====== Exercise data ======

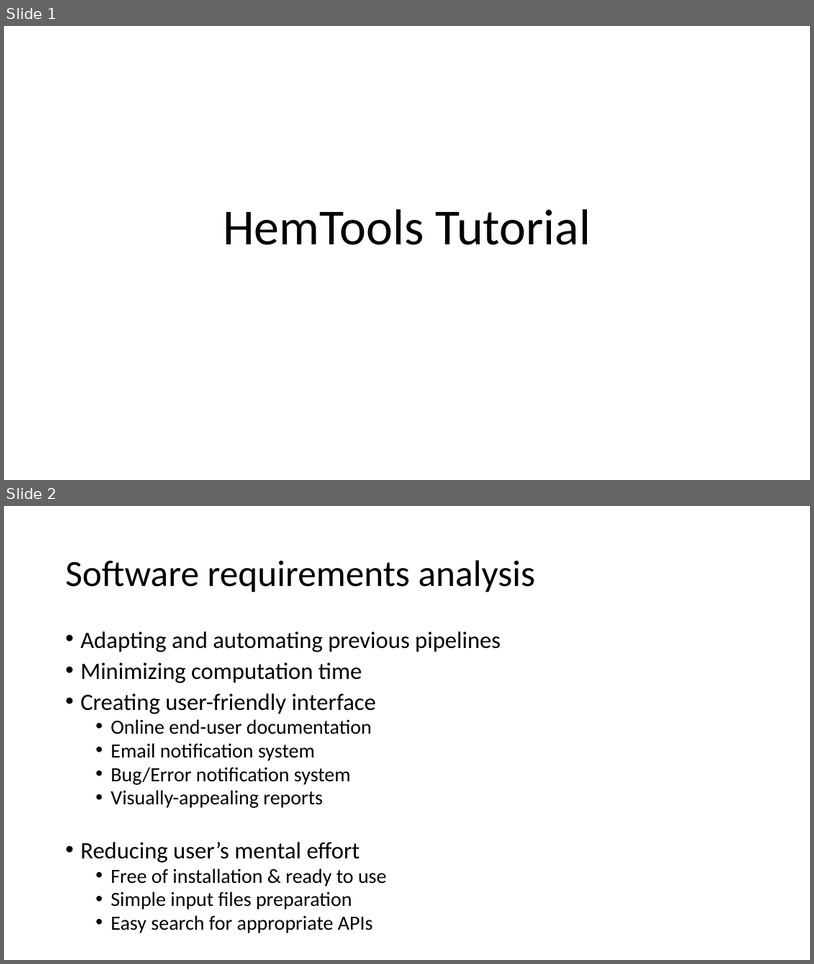
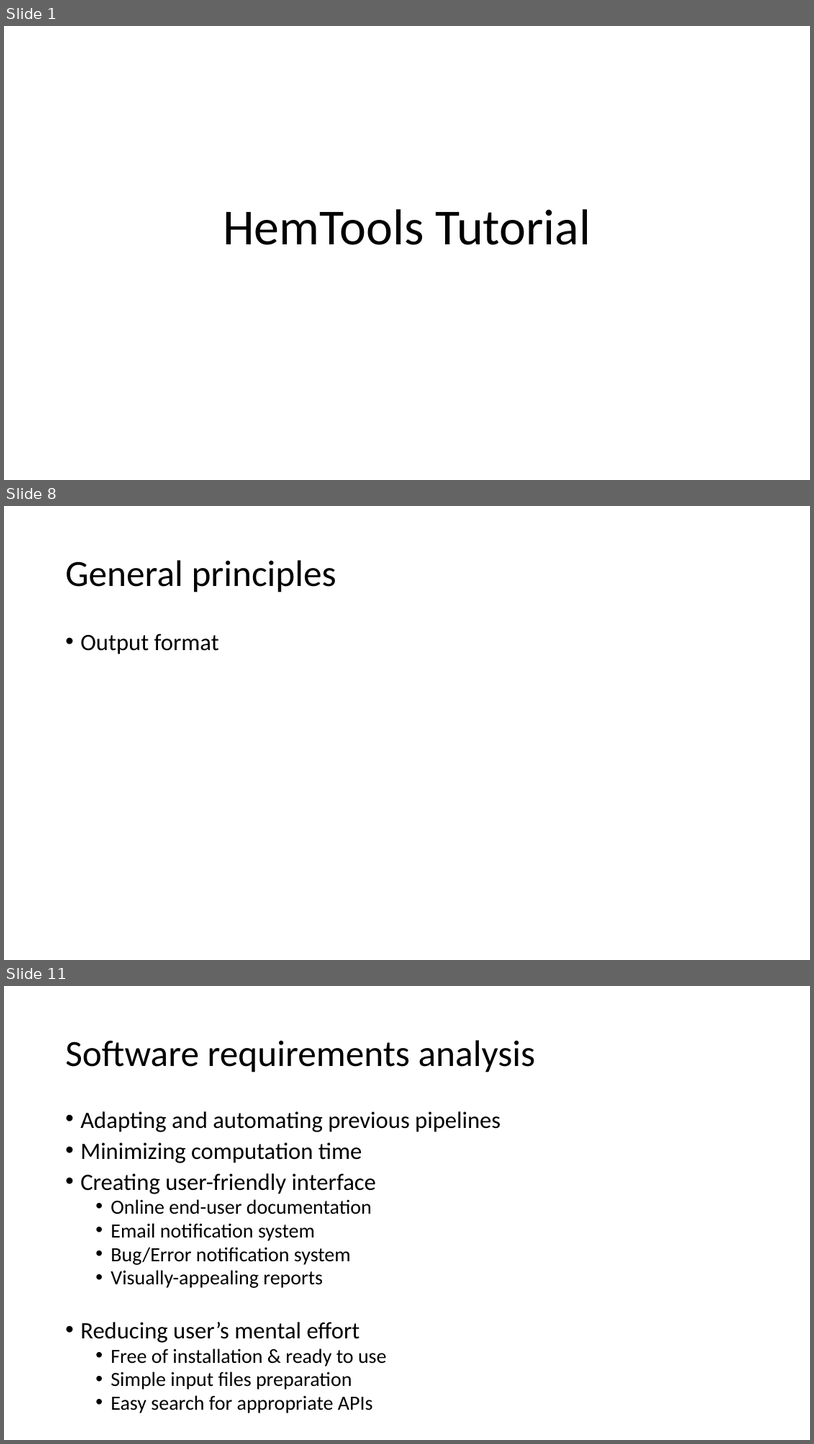
Before and after one commit to YichaoOU/HemTools, a slide deck: HemTools Tutorial.pptx. Shown one above the other, each under a label of ours: slides 1 and 2 before the commit, slides 1, 8 and 11 after it; the slides between them are not shown. The pictures are 814x964 and 814x1444 pixels, drawn with LibreOffice and Linux fonts; fonts in the diff are those of the drawing. Boxes give left, top, right and bottom in pixels: in the first picture for what was removed or moved away, otherwise in the second. Text is boxed around its words. In the diff, an @@ line names an element or a change of style, - is before the commit and + after.

```diff
--- a/HemTools Tutorial.pptx
+++ b/HemTools Tutorial.pptx
@@ slide 8 added at [4, 506, 810, 960], background #FFFFFF @@
@@ title added at [65, 560, 337, 592], 44 pt, text #000000 @@
+General principles
@@ text added at [80, 633, 219, 654], 28 pt, text #000000 @@
+• Output format
@@ what was slide 2 is now slide 11 @@
```
Also in this commit, not shown: 8 other slides added, 1 slide removed, 12 other files.

======

* What the task asks *
Word for word, output the whole listing, but not its pictures.

* Task output *
Before and after one commit to YichaoOU/HemTools, a slide deck: HemTools Tutorial.pptx. Shown one above the other, each under a label of ours: slides 1 and 2 before the commit, slides 1, 8 and 11 after it; the slides between them are not shown. The pictures are 814x964 and 814x1444 pixels, drawn with LibreOffice and Linux fonts; fonts in the diff are those of the drawing. Boxes give left, top, right and bottom in pixels: in the first picture for what was removed or moved away, otherwise in the second. Text is boxed around its words. In the diff, an @@ line names an element or a change of style, - is before the commit and + after.

```diff
--- a/HemTools Tutorial.pptx
+++ b/HemTools Tutorial.pptx
@@ slide 8 added at [4, 506, 810, 960], background #FFFFFF @@
@@ title added at [65, 560, 337, 592], 44 pt, text #000000 @@
+General principles
@@ text added at [80, 633, 219, 654], 28 pt, text #000000 @@
+• Output format
@@ what was slide 2 is now slide 11 @@
```
Also in this commit, not shown: 8 other slides added, 1 slide removed, 12 other files.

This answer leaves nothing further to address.